Provided data Block Start

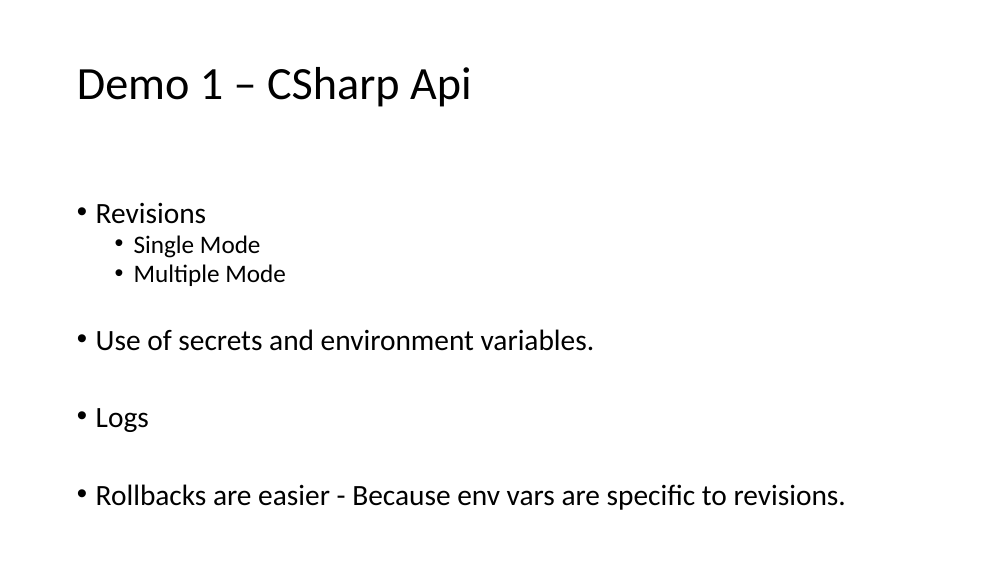
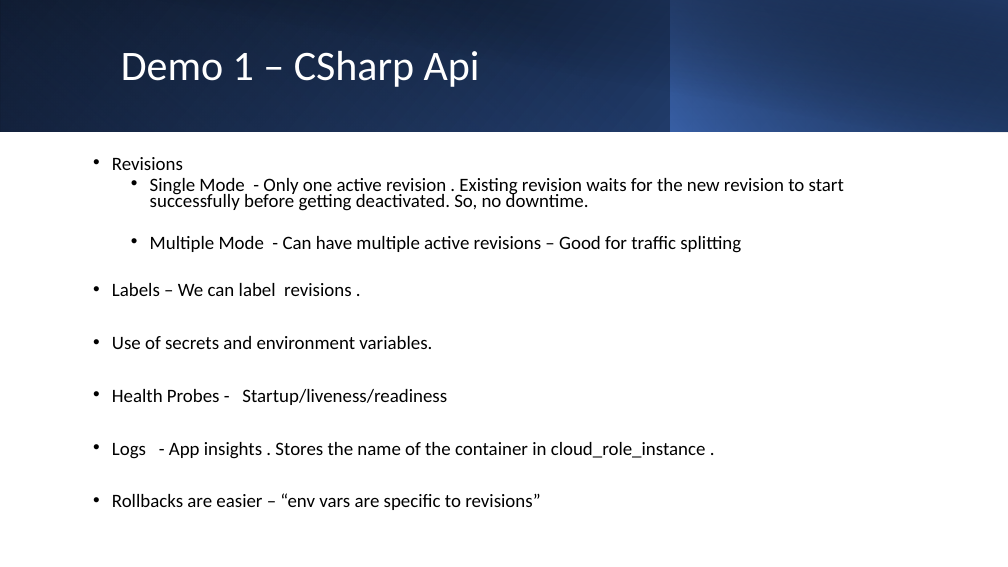
Before and after one commit to cs-samvith/space-app-platform, a slide deck: slide 11 of container-apps.pptx. Drawn at 1008x567 pixels with LibreOffice and Linux fonts; fonts in the diff are those of the drawing. Boxes give left, top, right and bottom in pixels: in the first picture for what was removed or moved away, otherwise in the second. Text is boxed around its words. In the diff, an @@ line names an element or a change of style, - is before the commit and + after.

```diff
--- a/container-apps.pptx
+++ b/container-apps.pptx
@@ rectangle added at box(0, 0, 1008, 132), fill gradient #000000 to #2F5597 @@
@@ rectangle added at box(0, 0, 671, 132), fill gradient #4472C4 to #203864 @@
@@ rectangle added at box(38, 0, 1008, 132), fill gradient #000000 to #203864 @@
@@ title "Demo 1 – CSharp Api": place and size @@
-title "Demo 1 – CSharp Api" at box(77, 67, 472, 107)
+title "Demo 1 – CSharp Api" at box(121, 51, 480, 87)
@@ title "Demo 1 – CSharp Api" at box(121, 51, 480, 87): size 44 to 40 pt, text colour #000000 to #FFFFFF @@
@@ rectangle added at box(671, 0, 1008, 132), fill gradient #4472C4 to #000000 @@
@@ text "Revisions": place and size @@
-text "Revisions" at box(96, 202, 846, 510)
+text "Revisions" at box(112, 157, 844, 510)
@@ text "Revisions" at box(112, 157, 844, 510): vertical alignment top to middle @@
@@ text at box(112, 178, 844, 296): text changed; size 24 to 18 pt @@
-  • Single Mode
-  • Multiple Mode
+  • Single Mode - Only one active revision . Existing revision waits for the new revision to start successfully before getting deactivated. So, no downtime.
+  • Multiple Mode - Can have multiple active revisions – Good for traffic splitting
+• Labels – We can label revisions .
@@ text at box(112, 157, 432, 349): size 28 to 18 pt in "Revisions", "Use of secrets and environment variables."; line spacing 0.8 to 0.7 @@
@@ text at box(112, 389, 706, 510): text changed; size 28 to 18 pt @@
-• Logs
-• Rollbacks are easier - Because env vars are specific to revisions.
+• Health Probes - Startup/liveness/readiness
+• Logs - App insights . Stores the name of the container in cloud_role_instance .
+• Rollbacks are easier – “env vars are specific to revisions”
```
Also in this commit, not shown: 4 other slides changed, 9 slides added, 10 slides removed, 13 other files.

Provided data Block End

[How to complete this task]
With the images omitted, output all entries exactly as given.

[Task output]
Before and after one commit to cs-samvith/space-app-platform, a slide deck: slide 11 of container-apps.pptx. Drawn at 1008x567 pixels with LibreOffice and Linux fonts; fonts in the diff are those of the drawing. Boxes give left, top, right and bottom in pixels: in the first picture for what was removed or moved away, otherwise in the second. Text is boxed around its words. In the diff, an @@ line names an element or a change of style, - is before the commit and + after.

```diff
--- a/container-apps.pptx
+++ b/container-apps.pptx
@@ rectangle added at box(0, 0, 1008, 132), fill gradient #000000 to #2F5597 @@
@@ rectangle added at box(0, 0, 671, 132), fill gradient #4472C4 to #203864 @@
@@ rectangle added at box(38, 0, 1008, 132), fill gradient #000000 to #203864 @@
@@ title "Demo 1 – CSharp Api": place and size @@
-title "Demo 1 – CSharp Api" at box(77, 67, 472, 107)
+title "Demo 1 – CSharp Api" at box(121, 51, 480, 87)
@@ title "Demo 1 – CSharp Api" at box(121, 51, 480, 87): size 44 to 40 pt, text colour #000000 to #FFFFFF @@
@@ rectangle added at box(671, 0, 1008, 132), fill gradient #4472C4 to #000000 @@
@@ text "Revisions": place and size @@
-text "Revisions" at box(96, 202, 846, 510)
+text "Revisions" at box(112, 157, 844, 510)
@@ text "Revisions" at box(112, 157, 844, 510): vertical alignment top to middle @@
@@ text at box(112, 178, 844, 296): text changed; size 24 to 18 pt @@
-  • Single Mode
-  • Multiple Mode
+  • Single Mode - Only one active revision . Existing revision waits for the new revision to start successfully before getting deactivated. So, no downtime.
+  • Multiple Mode - Can have multiple active revisions – Good for traffic splitting
+• Labels – We can label revisions .
@@ text at box(112, 157, 432, 349): size 28 to 18 pt in "Revisions", "Use of secrets and environment variables."; line spacing 0.8 to 0.7 @@
@@ text at box(112, 389, 706, 510): text changed; size 28 to 18 pt @@
-• Logs
-• Rollbacks are easier - Because env vars are specific to revisions.
+• Health Probes - Startup/liveness/readiness
+• Logs - App insights . Stores the name of the container in cloud_role_instance .
+• Rollbacks are easier – “env vars are specific to revisions”
```
Also in this commit, not shown: 4 other slides changed, 9 slides added, 10 slides removed, 13 other files.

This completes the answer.